YOUR OBJECTIVE: Each line of the records below that holds "sine" should be returned.

GIVEN RECORDS:
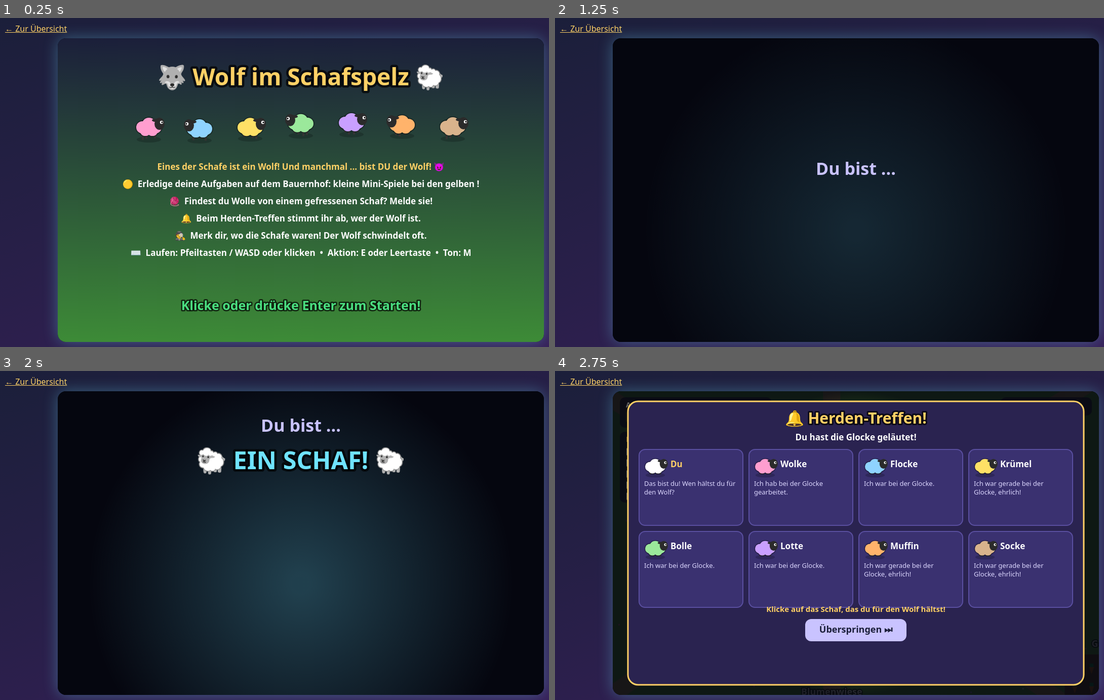
Above: before the commit, frames 1-4 (two rows, left to right).
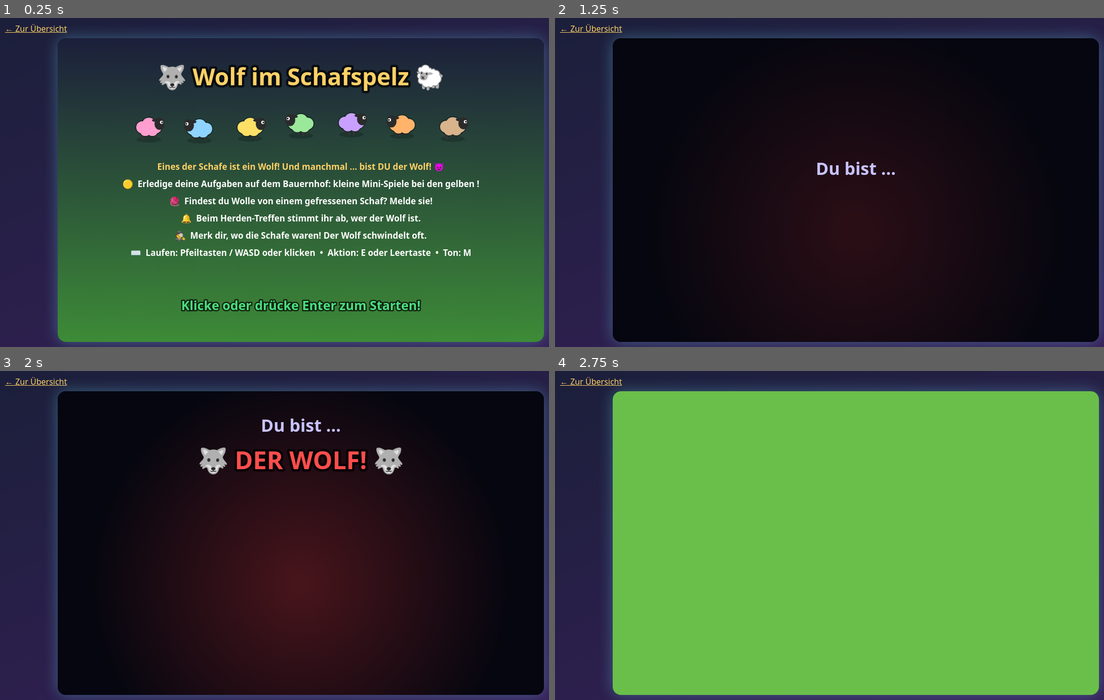
Above: after the commit, the same moments.

Repository: daBONDi/saibot-gamedev
Game: browser game, page spiele/schafspelz/index.html
The game is run twice, just before and just after one commit, with the same random seed, the same clock (stepped at 60 frames per second) and the same inputs.
Inputs (mouse positions are in pixels of both pictures, inside the frame that each line leads up to):
- Up to frame 1 (0.25 s): no input
- Up to frame 2 (1.25 s): click (856, 189) at 0.27 s; hold Right from 1.03 s (still down); tap Space at 1.1 s
- Up to frame 3 (2 s): release Right at 1.53 s; hold Down 1.58-1.85 s; tap Space at 1.6 s; hold Left from 1.9 s (still down)
- Up to frame 4 (2.75 s): tap Space at 2.1, 2.6 s; release Left at 2.47 s; tap E at 2.52 s; hold Up from 2.52 s (still down)

Frame 1 is identical in both runs. In frame 2, 3.0% of the frame differs, in the area x 46-63%, y 50-79%; in frame 3, 24%; in frame 4, 82%, in the area x 10-100%, y 6-99%.
Error after the commit: ReferenceError: blumen is not defined

Commit message:
Auto-Save 2026-11-10 18:40

Diff:
--- a/spiele/schafspelz/index.html
+++ b/spiele/schafspelz/index.html
@@ -32,6 +32,7 @@
 <body>
   <a href="../../">← Zur Übersicht</a>
   <canvas id="spiel" width="960" height="600"></canvas>
+  <script src="karten.js"></script>
   <script src="spiel.js"></script>
 </body>
 </html>
--- /dev/null
+++ b/spiele/schafspelz/karten.js
@@ -0,0 +1,64 @@
+// 🗺️ Die Karten für "Wolf im Schafspelz"
+//
+// Jede Karte hat 6 Orte. Jeder Ort hat ein Mini-Spiel:
+//   'heu'    = auf Sachen klicken
+//   'kurbel' = Kurbel im Kreis drehen
+//   'eimer'  = Eimer füllen und im grünen Bereich loslassen
+//   'wolle'  = Wollknäuel in den Korb ziehen
+//   'blumen' = Blumen gießen
+//   'zaun'   = Nägel reinhauen
+//
+// "bild" sagt, wie der Ort aussieht:
+//   'stall', 'muehle', 'teich', 'scheune', 'wiese', 'garten',
+//   'krippe', 'iglu', 'glashaus', 'brunnen', 'leuchtturm', 'boot'
+// Mit "farben" kannst du bei manchen Bildern die Farben ändern.
+//
+// Die Welt ist 1800 breit und 1300 hoch.
+
+const KARTEN = [
+  {
+    name: 'Bauernhof', emoji: '🌾',
+    boden: '#6abf4b', weg: '#c8a96b', platz: '#d6bb82', rand: 'zaun', deko: 'blumen',
+    treffpunkt: { x: 900, y: 680 },
+    laterne: { x: 160, y: 690 },
+    gatter: { x: 1690, y: 690 },
+    orte: [
+      { name: 'Stall',        bei: 'beim Stall',          x: 320,  y: 300,  aufgabe: 'Heu fressen',     labelY: -225, spiel: 'heu',    bild: 'stall' },
+      { name: 'Mühle',        bei: 'bei der Mühle',       x: 900,  y: 300,  aufgabe: 'Korn mahlen',     labelY: -265, spiel: 'kurbel', bild: 'muehle' },
+      { name: 'Teich',        bei: 'beim Teich',          x: 1480, y: 320,  aufgabe: 'Wasser trinken',  labelY: -195, spiel: 'eimer',  bild: 'teich' },
+      { name: 'Scheune',      bei: 'bei der Scheune',     x: 320,  y: 1080, aufgabe: 'Wolle abgeben',   labelY: -255, spiel: 'wolle',  bild: 'scheune' },
+      { name: 'Blumenwiese',  bei: 'auf der Blumenwiese', x: 900,  y: 1120, aufgabe: 'Blumen gießen',   labelY: -145, spiel: 'blumen', bild: 'wiese' },
+      { name: 'Gemüsegarten', bei: 'im Gemüsegarten',     x: 1480, y: 1080, aufgabe: 'Zaun reparieren', labelY: -200, spiel: 'zaun',   bild: 'garten' },
+    ],
+  },
+  {
+    name: 'Winterdorf', emoji: '❄️',
+    boden: '#eef4fa', weg: '#b8c7d6', platz: '#d5e1ec', rand: 'zaun', deko: 'tannen', schnee: true,
+    treffpunkt: { x: 880, y: 650 },
+    laterne: { x: 560, y: 420 },
+    gatter: { x: 1690, y: 640 },
+    orte: [
+      { name: 'Futterkrippe',      bei: 'bei der Futterkrippe',   x: 300,  y: 640,  aufgabe: 'Heu fressen',          labelY: -175, spiel: 'heu',    bild: 'krippe' },
+      { name: 'Windrad',           bei: 'beim Windrad',           x: 900,  y: 290,  aufgabe: 'Korn mahlen',          labelY: -265, spiel: 'kurbel', bild: 'muehle' },
+      { name: 'Eisloch',           bei: 'beim Eisloch',           x: 1450, y: 300,  aufgabe: 'Wasser holen',         labelY: -195, spiel: 'eimer',  bild: 'teich', farben: ['#7fb8d8', '#bfe3f5'] },
+      { name: 'Iglu',              bei: 'beim Iglu',              x: 420,  y: 1080, aufgabe: 'Wolle abgeben',        labelY: -165, spiel: 'wolle',  bild: 'iglu' },
+      { name: 'Gewächshaus',       bei: 'im Gewächshaus',         x: 1020, y: 1110, aufgabe: 'Blumen gießen',        labelY: -225, spiel: 'blumen', bild: 'glashaus' },
+      { name: 'Schlittenschuppen', bei: 'beim Schlittenschuppen', x: 1500, y: 960,  aufgabe: 'Schlitten reparieren', labelY: -255, spiel: 'zaun',   bild: 'scheune', farben: ['#6b4f3a', '#ffffff'] },
+    ],
+  },
+  {
+    name: 'Schafsinsel', emoji: '🏝️',
+    boden: '#f0d9a0', weg: '#dcc086', platz: '#e6cc90', rand: 'meer', deko: 'palmen',
+    treffpunkt: { x: 900, y: 660 },
+    laterne: { x: 1560, y: 640 },
+    gatter: { x: 220, y: 660 },
+    orte: [
+      { name: 'Fischerhütte', bei: 'bei der Fischerhütte', x: 320,  y: 300,  aufgabe: 'Seegras fressen', labelY: -225, spiel: 'heu',    bild: 'stall', farben: ['#3a8fb7', '#1f5f7a'] },
+      { name: 'Brunnen',      bei: 'beim Brunnen',         x: 900,  y: 300,  aufgabe: 'Wasser holen',    labelY: -205, spiel: 'eimer',  bild: 'brunnen' },
+      { name: 'Leuchtturm',   bei: 'beim Leuchtturm',      x: 1480, y: 320,  aufgabe: 'Licht kurbeln',   labelY: -290, spiel: 'kurbel', bild: 'leuchtturm' },
+      { name: 'Muschelmarkt', bei: 'auf dem Muschelmarkt', x: 330,  y: 1060, aufgabe: 'Wolle abgeben',   labelY: -255, spiel: 'wolle',  bild: 'scheune', farben: ['#e67e22', '#c0392b'] },
+      { name: 'Palmengarten', bei: 'im Palmengarten',      x: 900,  y: 1100, aufgabe: 'Blumen gießen',   labelY: -145, spiel: 'blumen', bild: 'wiese' },
+      { name: 'Bootssteg',    bei: 'am Bootssteg',         x: 1480, y: 1060, aufgabe: 'Boot reparieren', labelY: -245, spiel: 'zaun',   bild: 'boot' },
+    ],
+  },
+];
--- a/spiele/schafspelz/spiel.js
+++ b/spiele/schafspelz/spiel.js
@@ -15,16 +15,14 @@
 const WOLF_PAUSE = 22;                // Sekunden zwischen zwei Angriffen (Computer-Wolf)
 const WOLF_CHANCE = 0.4;              // Wie oft DU der Wolf bist (0.4 = 40 %)
 const SPIELER_WOLF_PAUSE = 12;        // Sekunden zwischen zwei Angriffen, wenn du der Wolf bist
-
-const ORTE = [
-  { name: 'Stall',        bei: 'beim Stall',         x: 320,  y: 300,  aufgabe: 'Heu fressen',     labelY: -225, spiel: 'heu' },
-  { name: 'Mühle',        bei: 'bei der Mühle',      x: 900,  y: 300,  aufgabe: 'Korn mahlen',     labelY: -265, spiel: 'kurbel' },
-  { name: 'Teich',        bei: 'beim Teich',         x: 1480, y: 320,  aufgabe: 'Wasser trinken',  labelY: -195, spiel: 'eimer' },
-  { name: 'Scheune',      bei: 'bei der Scheune',    x: 320,  y: 1080, aufgabe: 'Wolle abgeben',   labelY: -215, spiel: 'wolle' },
-  { name: 'Blumenwiese',  bei: 'auf der Blumenwiese', x: 900, y: 1120, aufgabe: 'Blumen gießen',   labelY: -145, spiel: 'blumen' },
-  { name: 'Gemüsegarten', bei: 'im Gemüsegarten',    x: 1480, y: 1080, aufgabe: 'Zaun reparieren', labelY: -200, spiel: 'zaun' },
-];
-const GLOCKE = { name: 'Glocke', bei: 'bei der Glocke', x: 900, y: 680 };
+const SABOTAGE_PAUSE = 40;            // Sekunden zwischen zwei Sabotagen
+const GATTER_ZEIT = 45;               // So viele Sekunden hat die Herde, um das Gatter zu schließen
+
+// Die Karten (Orte, Farben ...) stehen in karten.js
+let KARTE, ORTE, GLOCKE;
+let kartenNr = 0;
+try { kartenNr = Number(localStorage.getItem('schafspelz-karte')) || 0; } catch (e) { /* egal */ }
+if (!(kartenNr >= 0 && kartenNr < KARTEN.length)) kartenNr = 0;
 
 const NAMEN  = ['Wolke', 'Flocke', 'Krümel', 'Bolle', 'Lotte', 'Muffin', 'Socke'];
 const FARBEN = ['#ff9ecf', '#8fd3ff', '#ffe066', '#9be89b', '#c9a0ff', '#ffb36b', '#d9b38c'];
@@ -185,6 +183,12 @@
   traurig() { [392, 370, 349, 330].forEach((f, i) => ton(f, i * 0.3, i === 3 ? 0.8 : 0.3, 'triangle', 0.18)); },
   // Hmm: Niemand fliegt raus
   hmm() { ton(330, 0, 0.25, 'sine', 0.15); ton(294, 0.3, 0.4, 'sine', 0.15); },
+  // Nebel zieht auf: tiefes Wuuusch
+  nebel() { ton(400, 0, 1.4, 'sine', 0.15, 70); ton(300, 0.15, 1.4, 'triangle', 0.1, 50); },
+  // Alarm: Gatter offen!
+  alarm() { for (let i = 0; i < 4; i++) { ton(880, i * 0.3, 0.15, 'square', 0.08); ton(660, i * 0.3 + 0.15, 0.15, 'square', 0.08); } },
+  // Piep (Countdown)
+  piep() { ton(1000, 0, 0.07, 'square', 0.04); },
   // Bim-Bam der Glocke
   glocke() {
     [0, 0.5].forEach((st, i) => {
@@ -205,16 +209,60 @@
 let glockeGenutzt = false;
 let spielerIstWolf = false;
 let miniSpiel = null;   // Das Mini-Spiel, das gerade offen ist
+let sicht = SICHT;      // Wie weit du gerade siehst (im Nebel weniger)
+let sabotage = null;    // { art: 'nebel' oder 'gatter', t: Restzeit }
+let sabotagePause = 0;
+let deko = [];          // Blumen, Tannen, Palmen ...
+const schneeflocken = [];
+for (let i = 0; i < 70; i++) schneeflocken.push({ x: Math.random() * W, y: Math.random() * H, v: 25 + Math.random() * 40, p: Math.random() * 6 });
 let kamera = { x: 0, y: 0 };
 let klickZiel = null;
 let maus = { x: 0, y: 0 };
 let zeit = 0;
 const tasten = {};
 
-// Blumen auf der Wiese (einmal zufällig verteilt)
-const blumen = [];
-for (let i = 0; i < 220; i++) {
-  blumen.push({ x: Math.random() * WELT_B, y: Math.random() * WELT_H, f: zufall(['#fff', '#ffe066', '#ff9ecf', '#c9a0ff']) });
+// ===== Karte laden =====
+function ladeKarte(nr) {
+  KARTE = KARTEN[nr];
+  ORTE = KARTE.orte;
+  GLOCKE = { name: 'Glocke', bei: 'bei der Glocke', x: KARTE.treffpunkt.x, y: KARTE.treffpunkt.y };
+  deko = macheDeko();
+}
+
+function abstandZurLinie(p, a, b) {
+  const dx = b.x - a.x, dy = b.y - a.y;
+  const t = begrenzt(((p.x - a.x) * dx + (p.y - a.y) * dy) / (dx * dx + dy * dy), 0, 1);
+  return Math.hypot(p.x - (a.x + t * dx), p.y - (a.y + t * dy));
+}
+
+// Ist hier Platz für einen Baum? (nicht auf Wegen und Orten)
+function freierPlatz(p) {
+  if (dist(p, GLOCKE) < 200 || dist(p, KARTE.laterne) < 110 || dist(p, KARTE.gatter) < 160) return false;
+  for (const o of ORTE) {
+    if (dist(p, { x: o.x, y: o.y - 90 }) < 220) return false;
+    if (abstandZurLinie(p, GLOCKE, o) < 50) return false;
+  }
+  return true;
+}
+
+function macheDeko() {
+  const d = [];
+  const punkte = (anzahl, farben) => {
+    for (let i = 0; i < anzahl; i++) d.push({ art: 'punkt', x: Math.random() * WELT_B, y: Math.random() * WELT_H, f: zufall(farben) });
+  };
+  if (KARTE.deko === 'blumen') punkte(220, ['#fff', '#ffe066', '#ff9ecf', '#c9a0ff']);
+  if (KARTE.deko === 'tannen') punkte(80, ['#cfe0ee', '#b9cfe2']);
+  if (KARTE.deko === 'palmen') punkte(100, ['#fff5e6', '#f7c6c6', '#fde2b8']);
+  if (KARTE.deko === 'tannen' || KARTE.deko === 'palmen') {
+    const baeume = [];
+    for (let v = 0; v < 3000 && baeume.length < (KARTE.deko === 'tannen' ? 40 : 26); v++) {
+      const p = { x: 90 + Math.random() * (WELT_B - 180), y: 140 + Math.random() * (WELT_H - 220) };
+      if (freierPlatz(p) && baeume.every(b => dist(b, p) > 70)) baeume.push({ art: KARTE.deko, x: p.x, y: p.y, g: 0.8 + Math.random() * 0.5 });
+    }
+    baeume.sort((a, b) => a.y - b.y);
+    d.push(...baeume);
+  }
+  return d;
 }
 
 function macheSchaf(name, farbe, istSpieler) {
@@ -229,6 +277,8 @@
 }
 
 function neuesSpiel() {
+  ladeKarte(kartenNr);
+  sabotage = null; sabotagePause = 30; sicht = SICHT;
   schafe = []; wolle = []; effekte = [];
   treffen = null; ende = null; klickZiel = null; miniSpiel = null;
   glockeGenutzt = false;
@@ -337,8 +387,8 @@
     if (dx) spieler.richtung = Math.sign(dx);
     spieler.phase += dt * 12;
   }
-  spieler.x = begrenzt(spieler.x, 30, WELT_B - 30);
-  spieler.y = begrenzt(spieler.y, 40, WELT_H - 30);
+  spieler.x = begrenzt(spieler.x, 50, WELT_B - 50);
+  spieler.y = begrenzt(spieler.y, 60, WELT_H - 50);
 
 }
 
@@ -366,9 +416,13 @@
     s.ziel = { x: o.x + (Math.random() - 0.5) * 60, y: o.y + (Math.random() - 0.5) * 40, ort: ortNr };
   }
   if (laufeZu(s, s.ziel, TEMPO_SCHAF, dt)) {
-    s.amOrt = s.ziel.ort;
-    s.letzterOrt = ORTE[s.ziel.ort];
-    s.warte = 3 + Math.random() * 3;
+    if (s.ziel.ort === null) {   // War unterwegs zum Reparieren
+      s.warte = 1;
+    } else {
+      s.amOrt = s.ziel.ort;
+      s.letzterOrt = ORTE[s.ziel.ort];
+      s.warte = 3 + Math.random() * 3;
+    }
     s.ziel = null;
   }
 }
@@ -379,6 +433,8 @@
 }
 
 function wolfLogik(dt) {
+  // Ab und zu macht der Wolf eine Sabotage
+  if (!sabotage && sabotagePause <= 0 && !wolf.jagt && Math.random() < dt / 12) starteSabotage(zufall(['nebel', 'gatter']));
   wolf.cooldown -= dt;
   if (wolf.cooldown > 0) return;
 
@@ -413,14 +469,15 @@
   const ort = naechsterOrt(opfer);
   wolle.push({ x: opfer.x, y: opfer.y, opfer, ort });
   effekte.push({ x: opfer.x, y: opfer.y, t: 1.2 });
-  if (spielerIstWolf || dist(opfer, spieler) < SICHT + 20) sound.haps();
+  if (spielerIstWolf || dist(opfer, spieler) < sicht + 20) sound.haps();
 
   // Wer in der Nähe war, hat etwas gesehen!
   const zeugen = [];
   for (const s of schafe) {
     if (s.istSpieler || !s.lebt || s.istWolf) continue;
     const d = dist(s, wolf);
-    if (d < 230 || (d < 420 && Math.random() < 0.6)) {
+    const nebel = sabotage && sabotage.art === 'nebel';   // Im Nebel sieht man schlechter
+    if (d < (nebel ? 120 : 230) || (d < (nebel ? 200 : 420) && Math.random() < 0.6)) {
       s.verdacht = { wer: wolf, ort };
       zeugen.push(s);
     }
@@ -441,8 +498,87 @@
   return false;
 }
 
+// ===== Sabotage! =====
+function sabotagePunkt() {
+  return sabotage.art === 'nebel' ? KARTE.laterne : KARTE.gatter;
+}
+
+function starteSabotage(art) {
+  if (sabotage || sabotagePause > 0 || zustand !== 'spiel') return;
+  sabotage = {
+    art,
+    t: art === 'gatter' ? GATTER_ZEIT : 40,
+    hilfe: art === 'gatter' ? 6 + Math.random() * 6 : 12 + Math.random() * 8,   // wann Schafe zum Reparieren loslaufen
+  };
+  sabotagePause = SABOTAGE_PAUSE;
+  if (art === 'nebel') {
+    sound.nebel();
+    zeigeNachricht(spielerIstWolf ? '🌫️ Nebel! Die Schafe sehen jetzt fast nichts. 😈' : '🌫️ Nebel! Mach die Laterne an!', 3);
+  } else {
+    sound.alarm();
+    zeigeNachricht(spielerIstWolf ? '🚪 Du hast das Gatter geöffnet! 😈' : '🚪 Das Gatter ist offen! Schnell zumachen!', 3);
+  }
+}
+
+function wolfSabotage(art) {
+  if (miniSpiel) return;
+  if (sabotage) { zeigeNachricht('Es läuft schon eine Sabotage!', 2); return; }
+  if (sabotagePause > 0) { zeigeNachricht(`Sabotage geht erst in ${Math.ceil(sabotagePause)} Sekunden wieder`, 2); return; }
+  starteSabotage(art);
+}
+
+// Die nächsten Schafe laufen los und reparieren
+function schickeHelfer() {
+  const p = sabotagePunkt();
+  const anzahl = sabotage.art === 'gatter' ? 2 : 1;
+  schafe.filter(s => s.lebt && !s.istSpieler && !s.istWolf)
+    .sort((a, b) => dist(a, p) - dist(b, p))
+    .slice(0, anzahl)
+    .forEach(h => { h.ziel = { x: p.x, y: p.y, ort: null }; h.warte = 0; h.amOrt = null; });
+}
+
+function repariert(wer) {
+  const art = sabotage.art;
+  sabotage = null;
+  sound.geschafft();
+  const was = art === 'nebel' ? 'die Laterne angemacht' : 'das Gatter geschlossen';
+  zeigeNachricht(wer.istSpieler ? `✅ Du hast ${was}!` : `✅ ${wer.name} hat ${was}!`, 2.5);
+}
+
+function updateSabotage(dt) {
+  if (sabotagePause > 0) sabotagePause -= dt;
+  // Sicht wird langsam kleiner oder größer
+  const zielSicht = sabotage && sabotage.art === 'nebel' && !spielerIstWolf ? 130 : SICHT;
+  sicht += (zielSicht - sicht) * Math.min(1, dt * 2);
+  if (!sabotage) return;
+
+  const vorher = sabotage.t;
+  sabotage.t -= dt;
+  if (sabotage.art === 'gatter' && Math.ceil(sabotage.t) < Math.ceil(vorher)) sound.piep();
+
+  sabotage.hilfe -= dt;
+  if (sabotage.hilfe <= 0) { schickeHelfer(); sabotage.hilfe = 10; }
+
+  const p = sabotagePunkt();
+  for (const s of schafe) {
+    if (!s.istSpieler && s.lebt && !s.istWolf && dist(s, p) < 45) { repariert(s); return; }
+  }
+
+  if (sabotage.t <= 0) {
+    if (sabotage.art === 'gatter') {
+      beende('wolf', 'Die Herde ist durchs offene Gatter weggelaufen! 🐑💨');
+    } else {
+      sabotage = null;
+      zeigeNachricht('🌤️ Der Nebel ist von selbst verschwunden.', 2);
+    }
+  }
+}
+
 // ===== Aktion (E / Leertaste / Knopf) =====
 function moeglicheAktion() {
+  if (sabotage && !spielerIstWolf && dist(spieler, sabotagePunkt()) < 60) {
+    return { text: sabotage.art === 'nebel' ? 'Laterne anmachen' : 'Gatter schließen', tun: () => repariert(spieler) };
+  }
   if (spielerIstWolf && spieler.cooldown <= 0) {
     const opfer = schafe.find(s => s.lebt && !s.istSpieler && dist(s, spieler) < 50);
     if (opfer) return { text: 'Fressen!', tun: () => fressen(opfer) };
@@ -469,6 +605,7 @@
 function starteTreffen(melder, fund) {
   zustand = 'treffen';
   miniSpiel = null;
+  sabotage = null;
   if (fund) sound.wolle(); else sound.glocke();
   const lebende = schafe.filter(s => s.lebt);
   const aussagen = new Map();
@@ -569,6 +706,7 @@
   }
   for (const s of schafe) s.verdacht = null;
   wolf.cooldown = 15;
+  sabotagePause = Math.max(sabotagePause, 20);
   alleZurGlocke();
   zustand = 'spiel';
 }
@@ -907,6 +1045,8 @@
   for (const s of schafe) if (!s.istSpieler && s.lebt) bewegeBot(s, dt);
   if (spielerIstWolf) wolf.cooldown -= dt;
   else if (wolf.lebt) wolfLogik(dt);
+  if (zustand !== 'spiel') return;
+  updateSabotage(dt);
   if (zustand !== 'spiel') return;
 
   // Andere Schafe finden Wolle und rufen ein Treffen ein

WRITTEN REPLY:
   hmm() { ton(330, 0, 0.25, 'sine', 0.15); ton(294, 0.3, 0.4, 'sine', 0.15); },
+  nebel() { ton(400, 0, 1.4, 'sine', 0.15, 70); ton(300, 0.15, 1.4, 'triangle', 0.1, 50); },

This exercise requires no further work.